- Portrayed by: Benjamin Hart
- First appearance: 14 June 2007
- Last appearance: 29 November 2007
- Introduced by: Ric Pellizzeri

= Adam Rhodes =

Adam Rhodes is a fictional character from the Australian Network Ten soap opera Neighbours, played by Benjamin Hart. The character debuted on-screen during the episode airing on 14 June 2007 and left on 29 November 2007.

==Creation and casting==
Adam was created as part of the 2007 revamp of the serial. He was also a new long-term love interest for existing character Pepper Steiger (Nicky Whelan). A British actor was sought to play the role, a move made by producers in the hope of attracting new viewers in the UK. Former Hollyoaks actor Benjamin Hart was eventually cast. He received help in getting the part from his friend Dannii Minogue, who used her agent and negotiated a deal on a contract. Of how the casting worked Hart stated: "I was due to fly out that day back to London, but on my way to the airport I went to see Neighbours casting boss Jan Russ and within 10 minutes of leaving her office, they called and offered me the part." Regarding Minogue's involvement, he said "I was here with her in December and this time madame totally orchestrated it." In July 2007 it was announced that Whelan had cut her contract short with the serial and left. With his on-screen love interest departing, it was then revealed that Hart's six-month contract would not be renewed, but the door would be left open for his character to return in the future.

==Characterisation==
Network Ten describe Adam as being a tall, dark, handsome and uber-macho British backpacker. He is described as liking Australian people over fellow backpackers. The add he is "a down-to-earth bloke who tells it like it is" and "Pepper's knight in shining armour".

==Storylines==
Adam arrives as a construction worker who rescued Pepper from the unwanted advances of Karl Kennedy's (Alan Fletcher) new boss, Davo (Stephen Jenkins). Adam then starts to flirt with Pepper at every opportunity. She eventually admits that she is attracted to him and accepts when he asks her out on a date. When Pepper's father, Allan Steiger (Joe Clements), finds out about Pepper's involvement with Adam, he soon becomes suspicious that he may be "bad news", and soon Pepper becomes to grow wary as well, thinking he is a criminal. Adam confesses to Pepper that he was a police officer in England, and he was consumed with guilt because his negligence had resulted in his partner being shot dead during an investigation. Adam leaves town, feeling that Pepper will be better off without him. He later comes to his senses when he realises that he was running away from his problems and also how much he loves Pepper; he shows up at the Timmins farewell barbecue and tells Pepper he wants to stay and figure his life out. They want to get married so Adam can get a visa. However Christine Rodd (Trudy Hellier), Pepper's mother, convinces them it was a bad idea to get married so early on, so the pair try to think of another way to get Adam a visa.

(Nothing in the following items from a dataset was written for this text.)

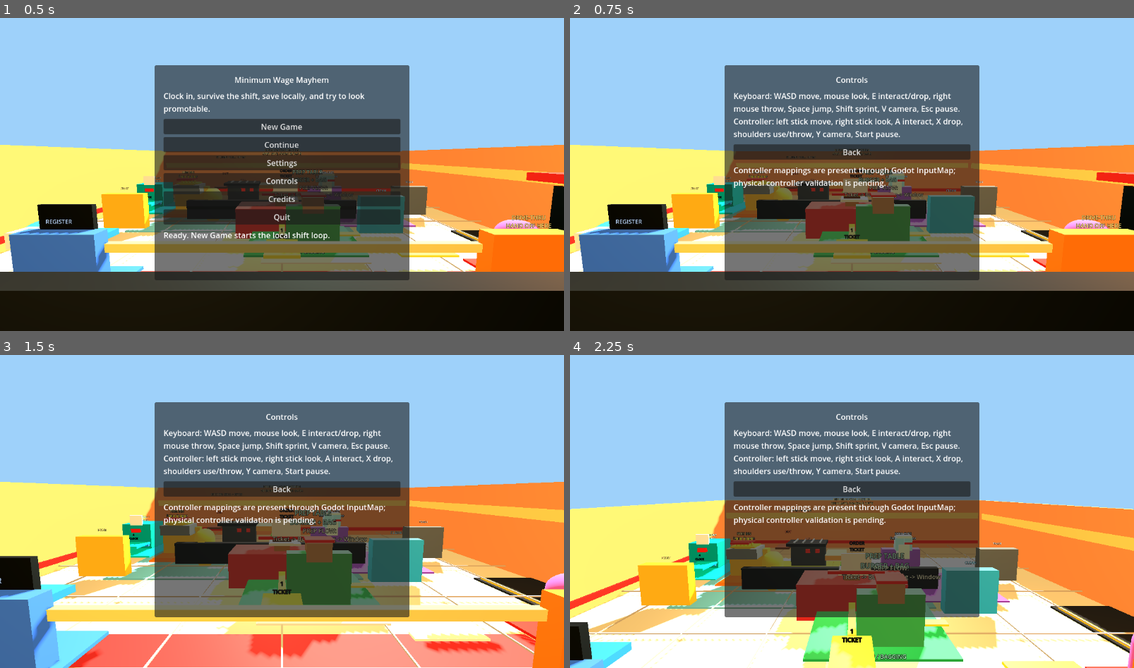
Above: before the commit, frames 1-4 (two rows, left to right).
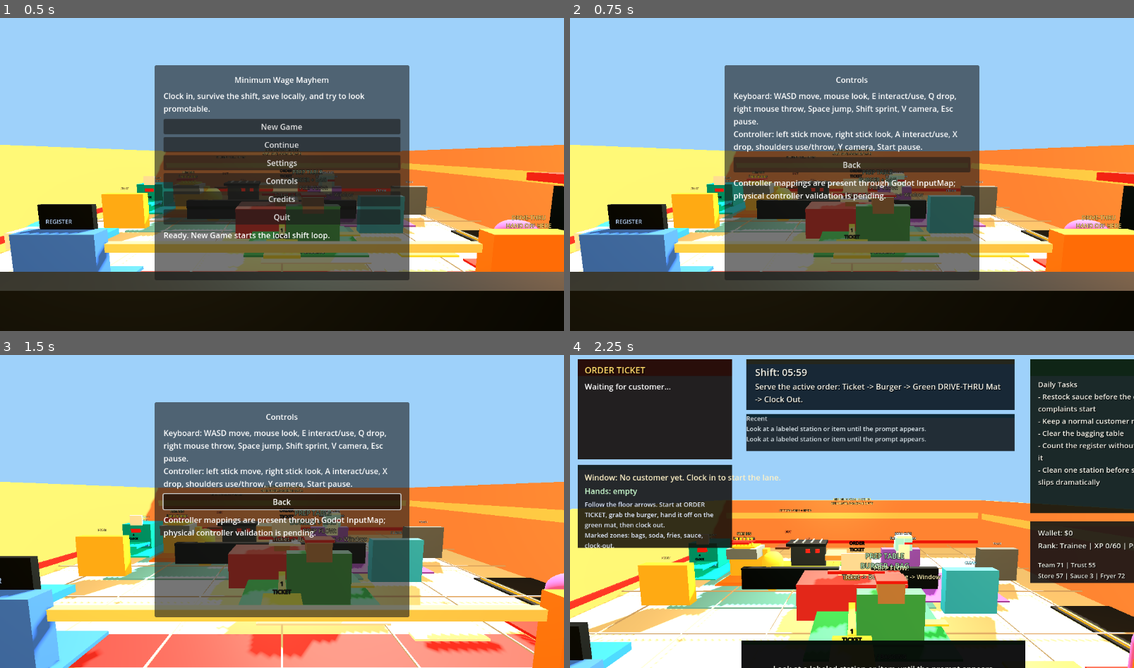
Above: after the commit, the same moments.

Repository: brogan101/minimum-wage-mayhem
Game: Godot game, scene res://scenes/world/Main.tscn
The game is run twice, just before and just after one commit, with the same random seed, the same clock (stepped at 60 frames per second) and the same inputs.
Inputs (mouse positions are in pixels of both pictures, inside the frame that each line leads up to):
- Up to frame 1 (0.5 s): no input
- Up to frame 2 (0.75 s): click "Controls" at 0.5 s
- Up to frame 3 (1.5 s): tap Enter (confirm) at 1.25 s; move the mouse to (310, 508) at 1.27 s; hold W (move_forward) from 1.28 s (still down); tap E (interact) at 1.35 s; click (310, 508) at 1.42 s
- Up to frame 4 (2.25 s): tap Space (jump) at 1.52, 1.82 s; tap Q (pickup_drop) at 1.55 s; release W (move_forward) at 2 s; click (852, 464) at 2 s, where only the run after the commit has a clickable "New Game"

Frame 1 is identical in both runs. In frame 2, 5.6% of the frame differs, in the area x 29-71%, y 23-59%; in frame 3, 5.7%; in frame 4, 69%, in the area x 1-100%, y 1-100%.

Commit message:
Phase 22 first shift feel bugfix pass

Diff:
--- a/scripts/managers/InputBootstrap.gd
+++ b/scripts/managers/InputBootstrap.gd
@@ -14,7 +14,7 @@
 	_add_key_action("move_right", [KEY_D, KEY_RIGHT])
 	_add_key_action("sprint", [KEY_SHIFT])
 	_add_key_action("interact", [KEY_E])
-	_add_key_action("pickup_drop", [KEY_E, KEY_Q])
+	_add_key_action("pickup_drop", [KEY_Q])
 	_add_key_action("use_item", [MOUSE_BUTTON_LEFT])
 	_add_key_action("throw_item", [MOUSE_BUTTON_RIGHT])
 	_add_key_action("throw", [MOUSE_BUTTON_RIGHT])
--- a/scripts/player/PlayerInteraction.gd
+++ b/scripts/player/PlayerInteraction.gd
@@ -20,13 +20,18 @@
 
 func _physics_process(_delta):
 	_update_prompt()
-	if Input.is_action_just_pressed("interact") or Input.is_action_just_pressed("pickup_drop"):
+	var interact_pressed = Input.is_action_just_pressed("interact")
+	var drop_pressed = Input.is_action_just_pressed("pickup_drop")
+	if interact_pressed or drop_pressed:
 		if carried_item:
-			if raycast and raycast.is_colliding():
+			if interact_pressed and raycast and raycast.is_colliding():
 				var target = raycast.get_collider()
-				if _is_pickup_item(target) and target != carried_item:
-					print("Item combination is deferred to Phase 2/3 station work.")
-			drop_item()
+				if use_carried_item_on(target):
+					return
+			if drop_pressed:
+				drop_item()
+			else:
+				_set_hud_feedback("Aim at a station to use " + _item_label(carried_item) + ", or press Q / X to drop.")
 		else:
 			attempt_interaction()
 	if Input.is_action_just_pressed("throw_item") and carried_item:
@@ -93,6 +98,21 @@
 	print("Threw item!")
 	_log_event("item_thrown", 1.0, _item_label(item_to_throw))
 
+func use_carried_item_on(target: Object) -> bool:
+	if not carried_item:
+		return false
+	if target and target.has_method("interact"):
+		var item_label = _item_label(carried_item)
+		target.interact(get_parent())
+		if not carried_item:
+			_update_held_hud("")
+		_log_event("carried_item_used_on_station", 1.0, item_label + " -> " + str(target.name))
+		_play_audio_hook("interact")
+		return true
+	if _is_pickup_item(target) and target != carried_item:
+		_set_hud_feedback("Use a labeled station first. Bag-combining is not part of this shift yet.")
+	return false
+
 func _autoload(name: String) -> Node:
 	return get_tree().root.get_node_or_null(name)
 
@@ -106,7 +126,16 @@
 func _update_prompt():
 	var next_prompt := ""
 	if carried_item:
-		next_prompt = "E / X: Drop " + _item_label(carried_item) + "    Mouse2 / LB: Throw"
+		var item_label = _item_label(carried_item)
+		if raycast and raycast.is_colliding():
+			var target = raycast.get_collider()
+			if target and target.has_method("interact"):
+				var text = target.get("interact_text")
+				next_prompt = "E / A: Use " + item_label + " at " + str(text if text != null else target.name) + "    Q / X: Drop"
+			else:
+				next_prompt = "Q / X: Drop " + item_label + "    Mouse2 / LB: Throw"
+		else:
+			next_prompt = "Q / X: Drop " + item_label + "    Mouse2 / LB: Throw"
 	elif raycast and raycast.is_colliding():
 		var target = raycast.get_collider()
 		if _is_pickup_item(target):
--- a/scripts/stations/DriveThruWindow.gd
+++ b/scripts/stations/DriveThruWindow.gd
@@ -9,10 +9,10 @@
 func _ready():
 	interact_text = success_text
 	var area = get_node_or_null("HandOffArea")
-	if area:
+	if not area:
+		area = _create_handoff_area()
+	if area and not area.body_entered.is_connected(_on_body_entered):
 		area.body_entered.connect(_on_body_entered)
-	else:
-		print("DriveThruWindow missing HandOffArea; use interact fallback in MVP.")
 
 func _on_body_entered(body):
 	var contents = _contents_from_body(body)
@@ -87,7 +87,29 @@
 			audio.play_sfx("customer_yell")
 		_log("drive_thru_order_failed", 0.0, ",".join(contents))
 	if body and body.is_inside_tree():
+		_clear_carried_item_if_needed(body)
 		body.queue_free()
+
+func _create_handoff_area() -> Area3D:
+	var area = Area3D.new()
+	area.name = "HandOffArea"
+	area.monitoring = true
+	area.monitorable = true
+	add_child(area)
+	var collision = CollisionShape3D.new()
+	collision.name = "HandOffAreaCollision"
+	var shape = BoxShape3D.new()
+	shape.size = Vector3(2.0, 1.5, 1.8)
+	collision.shape = shape
+	area.add_child(collision)
+	return area
+
+func _clear_carried_item_if_needed(body: Node):
+	var interaction = get_tree().root.find_child("InteractionHandler", true, false)
+	if interaction and interaction.get("carried_item") == body:
+		interaction.set("carried_item", null)
+		if interaction.has_method("_update_held_hud"):
+			interaction._update_held_hud("")
 
 func _autoload(name: String) -> Node:
 	return get_tree().root.get_node_or_null(name)
--- a/scripts/ui/MainMenuUI.gd
+++ b/scripts/ui/MainMenuUI.gd
@@ -117,7 +117,7 @@
 func show_controls():
 	mode = "controls"
 	title_label.text = "Controls"
-	body_label.text = "Keyboard: WASD move, mouse look, E interact/drop, right mouse throw, Space jump, Shift sprint, V camera, Esc pause.\nController: left stick move, right stick look, A interact, X drop, shoulders use/throw, Y camera, Start pause."
+	body_label.text = "Keyboard: WASD move, mouse look, E interact/use, Q drop, right mouse throw, Space jump, Shift sprint, V camera, Esc pause.\nController: left stick move, right stick look, A interact/use, X drop, shoulders use/throw, Y camera, Start pause."
 	_clear_buttons()
 	_add_button("Back", _back_from_submenu)
 	status_label.text = "Controller mappings are present through Godot InputMap; physical controller validation is pending."
--- a/tools/phase15_menu_playability_check.gd
+++ b/tools/phase15_menu_playability_check.gd
@@ -33,7 +33,7 @@
 	_assert(player != null, "New game keeps player in 3D scene")
 	_assert(hud.visible, "HUD appears during shift")
 	_assert(shift_manager != null and bool(shift_manager.get("is_active")), "New game starts active shift")
-	_assert(hud.objective_label.text.contains("Objective:"), "HUD objective tracker is populated")
+	_assert(hud.objective_label.text.contains("DRIVE-THRU") and hud.objective_label.text.contains("Clock Out"), "HUD objective tracker is populated")
 	_assert(hud.shift_timer_label.text.contains("Shift:"), "HUD shift timer is populated")
 
 	main.pause_game()
--- /dev/null
+++ b/tools/phase22_manual_playtest_feel_check.gd
@@ -0,0 +1,80 @@
+extends SceneTree
+
+func _initialize():
+	call_deferred("_run_check")
+
+func _run_check():
+	var main_scene = load("res://scenes/world/Main.tscn")
+	_assert(main_scene != null, "Main scene loads")
+	var main = main_scene.instantiate()
+	root.add_child(main)
+	await process_frame
+	await process_frame
+
+	var menu = root.find_child("MainMenuUI", true, false)
+	var hud = root.find_child("GameHUD", true, false)
+	_assert(menu != null and menu.visible, "New player starts at main menu")
+	_assert(hud != null and not hud.visible, "HUD is hidden before New Game")
+
+	main.start_new_game()
+	await process_frame
+	await create_timer(1.0, true).timeout
+
+	var player = root.find_child("Player", true, false)
+	var interaction = player.get_node_or_null("InteractionHandler") if player else null
+	var drive_thru = root.find_child("DriveThruStation", true, false)
+	var burger = root.find_child("TrainingBurger", true, false)
+	var order_manager = root.get_node_or_null("OrderManager")
+	_assert(player != null and interaction != null, "Player and interaction handler exist")
+	_assert(drive_thru != null and drive_thru.get_node_or_null("HandOffArea") != null, "Drive-thru has real handoff area")
+	_assert(burger != null and order_manager != null, "First-shift burger/order actors exist")
+	_assert(_action_has_key("interact", KEY_E), "Keyboard interact uses E")
+	_assert(_action_has_key("pickup_drop", KEY_Q), "Keyboard drop uses Q")
+	_assert(not _action_has_key("pickup_drop", KEY_E), "E no longer doubles as drop while holding food")
+	_assert(_action_has_joy_button("interact", JOY_BUTTON_A), "Controller interact uses A")
+	_assert(_action_has_joy_button("pickup_drop", JOY_BUTTON_X), "Controller drop uses X")
+
+	if order_manager.current_order.is_empty():
+		order_manager.generate_new_order()
+	interaction.grab_item(burger)
+	_assert(interaction.carried_item == burger, "Pickup updates carried item")
+	var used = interaction.use_carried_item_on(drive_thru)
+	await process_frame
+	await create_timer(0.3, true).timeout
+	_assert(used, "Held food can be used on the drive-thru station")
+	_assert(interaction.carried_item == null, "Successful handoff clears held item")
+	_assert(order_manager.orders_completed >= 1, "Drive-thru order completes through player interaction path")
+	_assert(hud.station_feedback_label.text.contains("Correct") or hud.station_feedback_label.text.contains("delivered"), "Handoff feedback is visible")
+
+	order_manager.generate_new_order()
+	drive_thru.interact(player)
+	await process_frame
+	_assert(hud.station_feedback_label.text.contains("Bring the ticket item"), "Empty handoff gives recovery feedback")
+
+	var controllers = Input.get_connected_joypads()
+	if controllers.is_empty():
+		print("[WARN] No physical controller detected; InputMap only was checked")
+	else:
+		print("[PASS] Physical controller detected: " + str(controllers))
+
+	print("[PASS] Phase 22 manual playtest feel smoke check passed")
+	quit(0)
+
+func _action_has_key(action_name: String, keycode: int) -> bool:
+	for event in InputMap.action_get_events(action_name):
+		if event is InputEventKey and event.keycode == keycode:
+			return true
+	return false
+
+func _action_has_joy_button(action_name: String, button_index: int) -> bool:
+	for event in InputMap.action_get_events(action_name):
+		if event is InputEventJoypadButton and event.button_index == button_index:
+			return true
+	return false
+
+func _assert(condition: bool, message: String):
+	if condition:
+		print("[PASS] " + message)
+	else:
+		push_error("[FAIL] " + message)
+		quit(1)
Not shown, changed: FILE_INCLUSION_MANIFEST.md
Not shown, changed: IMPLEMENTATION_STATUS.md
Not shown, changed: KNOWN_ISSUES.md
Not shown, added: PHASE_22_MANUAL_PLAYTEST_FEEL_BUGFIX_REPORT.md
Not shown, changed: PHASE_LOG.md
Not shown, changed: PROJECT_SOURCE_OF_TRUTH.md
Not shown, changed: SOLO_SHIFT_ACCEPTANCE_TEST.md
Not shown, changed: VALIDATION_REPORT.md
Not shown, changed: tools/validate_all.py

Adam decides in order to get a visa he will rejoin the police force. He has to undergo a psych evaluation to return to the force. Once he is reinstated as a Constable, his new partner is Senior Constable Sophie Cooper (Emma Moore). When Pepper is diagnosed with cervical dysplasia, Adam sticks by her, and she gets through it, having regular checks that the cancer has not spread. Adam moves to Queensland with Pepper on 1 November 2007, but returns briefly to sort out a job transfer. He departs Erinsborough on 29 November, after telling Frazer Yeats (Ben Lawson) and Rosetta Cammeniti (Natalie Saleeba) that he will be asking Pepper to marry him.